Court remands Pistorius in custody
South African 'Blade Runner' Oscar Pistorius (left) is escorted by police at a Pretoria police station yesterday. Photograph: Reuters
South African superstar athlete Oscar Pistorius is to remain in custody as the judge in a Pretoria court postponed his murder case until next Tuesday.
Prosecutors told the court today they will argue that Pistorius committed premeditated murder when he shot his girlfriend Reeva Steenkamp dead at his luxury home yesterday.
Pistorius faces life in prison if found guilty. He did not enter a plea but a statement issued by his family and London-based agent said the charge was disputed "in the strongest possible terms".
"He (Pistorius) has made it very clear that he would like to send his deepest sympathies to the family of Reeva," the statement said, in the first message attributed to him since his arrest.
Pistorius, a double amputee who became one of the biggest names in world athletics, broke down in tears after being formally charged with the murder this morning.
Dressed in a dark suit, the 26-year-old Olympic and Paralympic superstar stood with head bowed in front of magistrate Desmond Nair to hear the charge of one count of murder read out.
He then started sobbing, covering his face with his hands. "Take it easy. Come take a seat," Judge Nair told him.
The downfall of the track superstar has stunned a nation that reveres "the fastest man on no legs" as a hero who triumphed over adversity to compete with able-bodied athletes at the highest levels of sport.
Steenkamp (30), a model, was found shot dead in his plush Pretoria home in the early hours of yesterday, police said. The Afrikaans-language Beeld newspaper said she had been hit four times, in the head, chest, pelvis and hand.
"The security guards found Pistorius by Steenkamp's body in the bathroom," the paper said on its website, citing a neighbour. "The door had bullet holes right through it."
Police said neighbours had heard noises before the shots and that there had been previous "domestic" incidents at the house.
Pistorius was held overnight in a Pretoria police station. This morning he was led, flanked by family members and officers, to a police station wagon to be taken to the capital's central magistrate's court.
The hearing was delayed for two hours as his defence lawyers objected to the scrum of local and international reporters packed into the courtroom.

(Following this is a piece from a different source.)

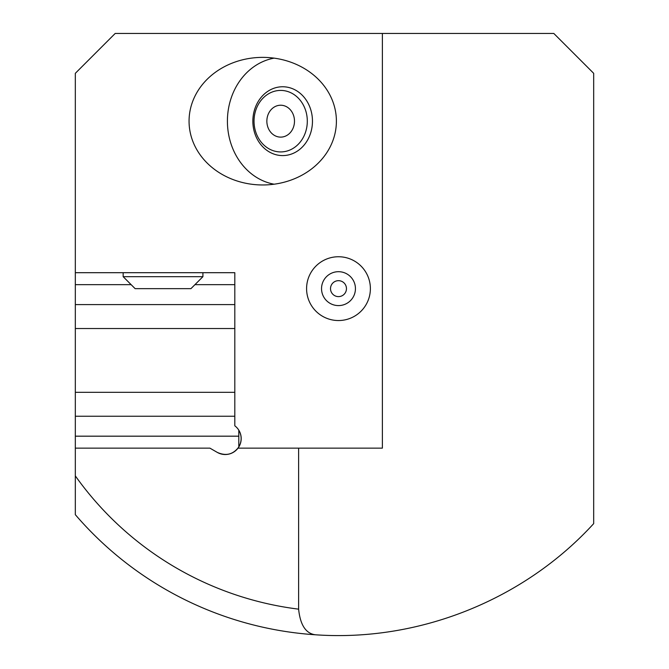 <?xml version="1.0" encoding="UTF-8"?>
<svg xmlns="http://www.w3.org/2000/svg" width="669" height="669" viewBox="0 0 669 669"><rect width="100%" height="100%" fill="white"/><g stroke="black" fill="none" stroke-linecap="round" stroke-linejoin="round"><path stroke-width="1" d="M202.916 272.693L202.916 276.682L123.163 276.682L123.163 272.693M202.916 276.682L190.949 288.648L135.13 288.648L123.163 276.682M238.005 448.146A15.947 15.947 0 0 0 234.811 425.81L234.811 272.693L75.321 272.693L75.321 73.322L115.193 33.45L553.807 33.45L593.679 73.322L593.679 523.635C523.802 600.068 418.677 642.048 315.367 634.781C305.842 633.543 300.256 625.005 298.617 609.158L298.617 448.146L238.005 448.146A15.947 15.947 0 0 1 217.266 452.386L209.924 448.146L75.321 448.146L75.321 514.67A346.91 346.91 0 0 0 315.367 634.781M307.305 121.173A30.757 26.635 -90 0 0 267.349 94.538A30.757 26.635 -90 0 0 267.349 147.807A30.757 26.635 -90 0 0 307.305 121.173M294.485 121.173A15.947 13.815 -90 0 0 280.671 105.225A15.947 13.815 -90 0 0 266.856 121.173A15.947 13.815 -90 0 0 280.671 137.12A15.947 13.815 -90 0 0 294.485 121.173M312.465 121.173A34.412 29.804 -90 0 0 267.759 91.369A34.412 29.804 -90 0 0 267.759 150.977A34.412 29.804 -90 0 0 312.465 121.173M274.123 58.144A63.798 55.251 -90 0 0 227.41 121.173A63.798 55.251 -90 0 0 274.123 184.201M189.059 121.173A73.665 63.798 0 0 1 262.725 57.375A73.665 63.798 0 0 1 336.398 121.173A73.665 63.798 0 0 1 262.725 184.97A73.665 63.798 0 0 1 189.059 121.173M298.617 448.146L382.375 448.146L382.375 33.45M338.489 256.745A31.903 31.903 0 0 0 306.586 288.648A31.903 31.903 0 0 0 338.489 320.543A31.903 31.903 0 0 0 370.383 288.648A31.903 31.903 0 0 0 338.489 256.745M75.321 448.146L75.321 436.18L238.8 436.18L238.8 430.167C241.902 435.67 241.902 441.272 238.8 446.976C233.222 454.502 226.047 456.3 217.266 452.386M238.8 436.18L238.8 446.976M234.811 328.521L75.321 328.521L75.321 272.693M75.321 436.18L75.321 392.318L234.811 392.318M298.617 609.158A322.985 322.985 0 0 1 75.321 475.885L75.321 476.052M75.321 392.318L75.321 328.521M338.489 305.591A16.942 16.942 0 0 0 353.165 280.169A16.942 16.942 0 0 0 323.813 280.169A16.942 16.942 0 0 0 338.489 305.591M338.489 296.618A7.978 7.978 0 0 0 345.396 284.659A7.978 7.978 0 0 0 331.581 284.659A7.978 7.978 0 0 0 338.489 296.618A7.978 7.978 0 0 0 345.396 284.659A7.978 7.978 0 0 0 331.581 284.659A7.978 7.978 0 0 0 338.489 296.618M75.321 284.659L131.141 284.659M194.938 284.659L234.811 284.659M75.321 304.596L234.811 304.596M75.321 416.243L234.811 416.243"/></g></svg>

South African newspapers plastered the killing across their front pages, relegating a state of the nation address by President Jacob Zuma in parliament to a distant second.
The coverage reflected shock and dismay at the fall of a sporting legend who commanded rare respect on all sides of South Africa's racial divides.
"Golden Boy Loses Shine" ran a front page headline in the Sowetan, beside a picture of Pistorius, head bowed in a grey hooded tracksuit being led away from a police station.
Callers to morning radio shows expressed sadness at the death of Steenkamp, who had been due to give a talk at a Johannesburg school this week about violence against women.
There was also widespread disbelief at the fate of a sportsman regarded as a genuinely "good guy".
"How is it possible for one so high to fall so low so quickly?" Talk Radio 702 host John Robbie asked.
A 9mm pistol was recovered from Pistorius's modern two-storey house in the middle of a heavily guarded gated complex in the northern outskirts of the South African capital.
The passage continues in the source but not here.